Warren Brody, MD: Ahead of his time? Remembering his life and legacy.

Warren Brody

This may be the most unusual eulogy of psychiatrists that I have done.

The New York Times article on August 20, 2025, titled “Warren Brodey, 101, Dies a Visionary of the Dawn of the Information Age” got the attention of my son, who asked if I knew him.1 I did not but came to wish I had. Just consider his life and career:

  • Born in Toronto, he lived to 101, the oldest psychiatrist about whom I have done a eulogy.
  • He lived for a time in a New England nudist colony.
  • He embraced Maoism in a Scandinavian ironworks.
  • He worked on CIA-funded extrasensory perception.
  • He studied and explored “soft architecture” that could change shapes for some degree.

Early in his career as a psychiatrist, he did study psychoanalysis. His clinical work focused some on cybernetics, a circular feedback version of general systems theory, as applied to the family. That gave focus to external influences on the family, like work problems. To continue to explore cybernetics, in 1965 he took an unpaid job at MIT, later getting a grant from NASA.

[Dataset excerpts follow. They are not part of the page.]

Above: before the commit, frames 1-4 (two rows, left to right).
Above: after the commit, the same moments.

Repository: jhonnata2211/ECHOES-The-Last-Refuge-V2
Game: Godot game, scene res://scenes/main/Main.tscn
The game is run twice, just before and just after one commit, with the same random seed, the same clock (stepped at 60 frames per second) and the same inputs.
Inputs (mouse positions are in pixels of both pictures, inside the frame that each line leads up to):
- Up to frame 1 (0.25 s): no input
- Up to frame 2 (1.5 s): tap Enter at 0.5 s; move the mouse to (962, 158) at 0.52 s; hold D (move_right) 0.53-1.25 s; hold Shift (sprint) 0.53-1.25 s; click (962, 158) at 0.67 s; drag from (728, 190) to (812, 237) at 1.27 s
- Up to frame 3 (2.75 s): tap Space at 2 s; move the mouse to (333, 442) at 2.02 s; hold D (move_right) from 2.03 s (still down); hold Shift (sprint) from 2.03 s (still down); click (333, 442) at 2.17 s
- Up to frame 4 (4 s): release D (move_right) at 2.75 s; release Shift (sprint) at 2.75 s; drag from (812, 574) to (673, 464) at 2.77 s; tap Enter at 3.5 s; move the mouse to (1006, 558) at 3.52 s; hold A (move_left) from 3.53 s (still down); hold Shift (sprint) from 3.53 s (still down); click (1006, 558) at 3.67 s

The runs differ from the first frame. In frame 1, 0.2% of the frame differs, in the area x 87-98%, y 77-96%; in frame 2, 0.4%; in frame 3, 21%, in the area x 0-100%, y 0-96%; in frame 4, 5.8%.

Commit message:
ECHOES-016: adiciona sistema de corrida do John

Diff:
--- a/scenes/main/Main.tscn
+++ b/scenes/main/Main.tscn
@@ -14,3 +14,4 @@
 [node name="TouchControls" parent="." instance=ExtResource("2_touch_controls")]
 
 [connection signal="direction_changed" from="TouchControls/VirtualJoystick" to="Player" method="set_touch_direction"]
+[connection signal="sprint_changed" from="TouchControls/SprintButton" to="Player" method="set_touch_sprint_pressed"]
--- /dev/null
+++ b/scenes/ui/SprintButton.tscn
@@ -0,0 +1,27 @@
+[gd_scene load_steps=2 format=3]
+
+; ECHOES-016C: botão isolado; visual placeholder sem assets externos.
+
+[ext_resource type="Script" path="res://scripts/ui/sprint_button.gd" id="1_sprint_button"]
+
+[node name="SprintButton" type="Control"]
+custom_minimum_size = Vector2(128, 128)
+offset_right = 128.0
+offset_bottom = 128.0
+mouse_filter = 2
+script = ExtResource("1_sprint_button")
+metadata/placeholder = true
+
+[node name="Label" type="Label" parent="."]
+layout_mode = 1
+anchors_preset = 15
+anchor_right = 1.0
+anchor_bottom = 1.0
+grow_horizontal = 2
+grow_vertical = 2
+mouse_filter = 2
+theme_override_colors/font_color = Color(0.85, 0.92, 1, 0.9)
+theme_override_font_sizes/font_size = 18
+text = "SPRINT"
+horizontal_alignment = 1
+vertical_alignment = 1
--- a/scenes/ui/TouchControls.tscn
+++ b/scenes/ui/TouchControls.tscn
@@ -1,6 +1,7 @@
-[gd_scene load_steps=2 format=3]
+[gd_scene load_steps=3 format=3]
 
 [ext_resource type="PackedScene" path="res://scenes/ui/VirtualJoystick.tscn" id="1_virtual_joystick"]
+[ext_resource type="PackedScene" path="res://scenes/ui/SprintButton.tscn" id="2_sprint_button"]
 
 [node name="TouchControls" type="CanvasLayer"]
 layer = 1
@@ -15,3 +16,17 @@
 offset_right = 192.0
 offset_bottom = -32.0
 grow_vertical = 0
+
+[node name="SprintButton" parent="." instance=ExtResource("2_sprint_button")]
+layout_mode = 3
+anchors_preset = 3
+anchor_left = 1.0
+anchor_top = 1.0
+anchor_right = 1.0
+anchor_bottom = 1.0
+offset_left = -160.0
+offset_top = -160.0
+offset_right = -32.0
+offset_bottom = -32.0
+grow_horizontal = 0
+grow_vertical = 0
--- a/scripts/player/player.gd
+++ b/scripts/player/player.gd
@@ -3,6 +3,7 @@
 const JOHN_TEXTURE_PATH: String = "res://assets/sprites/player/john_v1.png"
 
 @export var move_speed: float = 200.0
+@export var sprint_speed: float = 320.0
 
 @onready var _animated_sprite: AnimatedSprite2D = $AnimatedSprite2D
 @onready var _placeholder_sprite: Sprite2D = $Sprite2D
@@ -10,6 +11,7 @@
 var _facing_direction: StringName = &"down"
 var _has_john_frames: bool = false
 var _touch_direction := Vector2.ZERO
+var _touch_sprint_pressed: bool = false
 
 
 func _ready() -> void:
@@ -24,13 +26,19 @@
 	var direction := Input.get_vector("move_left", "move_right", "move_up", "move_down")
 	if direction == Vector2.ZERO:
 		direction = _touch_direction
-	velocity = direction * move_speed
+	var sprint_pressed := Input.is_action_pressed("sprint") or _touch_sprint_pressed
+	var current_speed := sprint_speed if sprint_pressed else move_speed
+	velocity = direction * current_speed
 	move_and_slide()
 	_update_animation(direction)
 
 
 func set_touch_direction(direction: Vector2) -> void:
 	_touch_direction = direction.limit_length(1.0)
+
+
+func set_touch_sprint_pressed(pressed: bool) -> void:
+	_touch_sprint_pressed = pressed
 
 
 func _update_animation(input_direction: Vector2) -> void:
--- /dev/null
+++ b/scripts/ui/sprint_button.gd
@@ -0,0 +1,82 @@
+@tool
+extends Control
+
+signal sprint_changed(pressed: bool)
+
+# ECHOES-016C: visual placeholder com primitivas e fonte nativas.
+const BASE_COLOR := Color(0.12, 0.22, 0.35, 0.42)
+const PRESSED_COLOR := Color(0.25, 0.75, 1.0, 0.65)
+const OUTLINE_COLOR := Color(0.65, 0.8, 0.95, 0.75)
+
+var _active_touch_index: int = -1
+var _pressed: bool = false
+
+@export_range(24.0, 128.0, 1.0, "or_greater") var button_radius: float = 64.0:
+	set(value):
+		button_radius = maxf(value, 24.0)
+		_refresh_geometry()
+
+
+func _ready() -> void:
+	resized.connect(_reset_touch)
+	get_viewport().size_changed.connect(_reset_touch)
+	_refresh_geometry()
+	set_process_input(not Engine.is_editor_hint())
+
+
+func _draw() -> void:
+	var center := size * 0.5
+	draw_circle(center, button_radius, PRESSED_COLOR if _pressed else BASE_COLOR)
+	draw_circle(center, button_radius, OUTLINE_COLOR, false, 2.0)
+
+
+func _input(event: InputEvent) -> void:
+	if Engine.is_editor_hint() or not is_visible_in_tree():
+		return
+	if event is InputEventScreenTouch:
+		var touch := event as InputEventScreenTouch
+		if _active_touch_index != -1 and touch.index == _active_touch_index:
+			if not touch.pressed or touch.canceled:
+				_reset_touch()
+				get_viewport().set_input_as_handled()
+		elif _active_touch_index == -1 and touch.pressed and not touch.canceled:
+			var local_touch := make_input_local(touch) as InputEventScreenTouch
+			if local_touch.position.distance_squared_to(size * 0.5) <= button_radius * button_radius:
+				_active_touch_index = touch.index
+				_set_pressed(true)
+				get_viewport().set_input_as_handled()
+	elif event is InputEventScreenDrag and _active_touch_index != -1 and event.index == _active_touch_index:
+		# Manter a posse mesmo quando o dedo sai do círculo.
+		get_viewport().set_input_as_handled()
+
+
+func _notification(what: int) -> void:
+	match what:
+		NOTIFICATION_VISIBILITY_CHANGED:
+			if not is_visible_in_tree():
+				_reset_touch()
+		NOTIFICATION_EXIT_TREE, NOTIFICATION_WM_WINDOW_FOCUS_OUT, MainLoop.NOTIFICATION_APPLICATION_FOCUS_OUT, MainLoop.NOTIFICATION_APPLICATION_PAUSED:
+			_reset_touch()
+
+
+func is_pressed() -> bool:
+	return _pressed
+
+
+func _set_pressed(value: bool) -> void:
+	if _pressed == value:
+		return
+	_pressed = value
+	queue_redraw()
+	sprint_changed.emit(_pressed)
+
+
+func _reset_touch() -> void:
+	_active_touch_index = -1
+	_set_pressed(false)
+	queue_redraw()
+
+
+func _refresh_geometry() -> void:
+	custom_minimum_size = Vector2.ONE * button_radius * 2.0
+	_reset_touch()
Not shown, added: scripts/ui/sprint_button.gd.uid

Disillusioned by the end of the Hippie movement, he renounced his citizenship and moved to Norway. There, he became interested in Chinese Communism for a while, but then also became disillusioned in that.

He anticipated artificial intelligence early on and was concerned with whether technology would enhance society as it was or, preferably, be used for revolutionary change. He died still cautiously optimistic about creative-enhancing technology that could help overcome the weakness and vulnerabilities of human nature, what might be called a technology psychotherapy.

Probably one simple way to describe him was as a “creative psychiatrist.” I would not be surprised if we eventually see some of his ideas were ahead of his time, but will become more practical.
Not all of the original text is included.